Question: A ladder of length L is slipping with its ends against a vertical wall and a horizontal floor. At a ...

Question

A ladder of length L is slipping with its ends against a vertical wall and a horizontal floor. At a certain moment, the speed of the end in contact with the horizontal floor is v and the ladder makes an angle $\alpha$ = 30° with the horizontal.

The speed of the ladder's center must be :-

Answer 1

Solution

The problem involves the kinematics of a rigid body (the ladder) under constrained motion.

Define Coordinates and Constraints:
Let the length of the ladder be $L$ .
Let the end of the ladder on the horizontal floor be at $(x, 0)$ and the end in contact with the vertical wall be at $(0, y)$ .
The origin $(0,0)$ is the corner where the floor and wall meet.
The length of the ladder is constant, so it satisfies the equation:
$x^2 + y^2 = L^2$
Velocity of the Ends:
Differentiate the constraint equation with respect to time $t$ :
$2x \frac{dx}{dt} + 2y \frac{dy}{dt} = 0$
$x \frac{dx}{dt} + y \frac{dy}{dt} = 0$

We are given that the speed of the end in contact with the horizontal floor is $v$ . Let's assume the ladder is slipping outwards, so $x$ is increasing: $\frac{dx}{dt} = v$ .
The ladder makes an angle $\alpha = 30^\circ$ with the horizontal. From trigonometry:
$x = L \cos \alpha$
$y = L \sin \alpha$

Substitute these into the differentiated equation:
$(L \cos \alpha) v + (L \sin \alpha) \frac{dy}{dt} = 0$
$L v \cos \alpha + L \frac{dy}{dt} \sin \alpha = 0$
$v \cos \alpha + \frac{dy}{dt} \sin \alpha = 0$
$\frac{dy}{dt} = -v \frac{\cos \alpha}{\sin \alpha} = -v \cot \alpha$
The negative sign indicates that the top end is moving downwards.

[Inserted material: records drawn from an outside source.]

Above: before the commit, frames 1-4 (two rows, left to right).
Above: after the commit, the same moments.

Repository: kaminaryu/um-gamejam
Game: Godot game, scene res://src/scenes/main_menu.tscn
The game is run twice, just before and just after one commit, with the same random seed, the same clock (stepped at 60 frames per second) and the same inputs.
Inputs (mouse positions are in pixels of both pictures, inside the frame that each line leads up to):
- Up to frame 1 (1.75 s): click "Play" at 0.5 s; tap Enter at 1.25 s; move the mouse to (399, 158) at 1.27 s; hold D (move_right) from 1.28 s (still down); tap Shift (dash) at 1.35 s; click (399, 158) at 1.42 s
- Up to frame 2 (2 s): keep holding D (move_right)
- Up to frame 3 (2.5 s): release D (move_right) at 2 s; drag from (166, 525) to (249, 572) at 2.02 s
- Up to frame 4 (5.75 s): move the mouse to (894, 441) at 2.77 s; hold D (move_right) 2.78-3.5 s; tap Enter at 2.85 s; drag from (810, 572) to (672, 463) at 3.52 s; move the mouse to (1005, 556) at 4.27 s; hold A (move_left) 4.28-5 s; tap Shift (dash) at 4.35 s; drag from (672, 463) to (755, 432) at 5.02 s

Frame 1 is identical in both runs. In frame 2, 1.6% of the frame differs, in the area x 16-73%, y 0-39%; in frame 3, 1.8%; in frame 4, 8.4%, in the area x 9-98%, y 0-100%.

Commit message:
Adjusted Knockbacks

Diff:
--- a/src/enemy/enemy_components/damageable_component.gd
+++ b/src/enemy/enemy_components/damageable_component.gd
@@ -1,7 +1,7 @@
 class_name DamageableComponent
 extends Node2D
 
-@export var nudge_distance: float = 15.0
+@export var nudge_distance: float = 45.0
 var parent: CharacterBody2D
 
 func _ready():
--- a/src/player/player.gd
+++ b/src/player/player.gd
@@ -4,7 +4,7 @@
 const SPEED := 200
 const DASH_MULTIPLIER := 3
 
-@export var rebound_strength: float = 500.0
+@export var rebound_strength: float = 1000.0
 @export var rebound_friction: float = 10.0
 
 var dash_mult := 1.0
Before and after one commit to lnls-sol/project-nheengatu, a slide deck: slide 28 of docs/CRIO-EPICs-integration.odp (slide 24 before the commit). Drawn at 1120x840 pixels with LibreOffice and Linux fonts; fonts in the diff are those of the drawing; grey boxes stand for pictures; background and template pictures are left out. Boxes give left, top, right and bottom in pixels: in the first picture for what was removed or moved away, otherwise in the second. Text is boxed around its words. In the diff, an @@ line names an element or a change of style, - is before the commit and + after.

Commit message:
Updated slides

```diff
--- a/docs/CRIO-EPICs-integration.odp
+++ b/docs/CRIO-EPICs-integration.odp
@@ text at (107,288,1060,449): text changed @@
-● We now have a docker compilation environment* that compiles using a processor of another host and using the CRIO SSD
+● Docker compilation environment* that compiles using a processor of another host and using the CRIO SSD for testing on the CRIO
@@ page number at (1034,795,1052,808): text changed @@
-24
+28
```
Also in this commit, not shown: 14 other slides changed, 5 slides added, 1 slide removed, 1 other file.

Velocity of the Center of the Ladder:
Let the center of the ladder be $(x_c, y_c)$ . Since it's the midpoint, its coordinates are:
$x_c = \frac{x + 0}{2} = \frac{x}{2}$
$y_c = \frac{y + 0}{2} = \frac{y}{2}$

The velocity components of the center of the ladder are:
$\frac{dx_c}{dt} = \frac{1}{2} \frac{dx}{dt} = \frac{v}{2}$
$\frac{dy_c}{dt} = \frac{1}{2} \frac{dy}{dt} = \frac{1}{2} (-v \cot \alpha)$

The speed of the ladder's center, $v_c$ , is the magnitude of its velocity vector:
$v_c = \sqrt{\left(\frac{dx_c}{dt}\right)^2 + \left(\frac{dy_c}{dt}\right)^2}$
$v_c = \sqrt{\left(\frac{v}{2}\right)^2 + \left(-\frac{v \cot \alpha}{2}\right)^2}$
$v_c = \frac{v}{2} \sqrt{1 + \cot^2 \alpha}$

Substitute Trigonometric Identity and Given Angle:
Using the trigonometric identity $1 + \cot^2 \alpha = \csc^2 \alpha$ :
$v_c = \frac{v}{2} \sqrt{\csc^2 \alpha} = \frac{v}{2} |\csc \alpha|$

Given $\alpha = 30^\circ$ :
$\sin 30^\circ = \frac{1}{2}$
$\csc 30^\circ = \frac{1}{\sin 30^\circ} = 2$

Substitute this value into the expression for $v_c$ :
$v_c = \frac{v}{2} (2)$
$v_c = v$

The speed of the ladder's center is $v$ .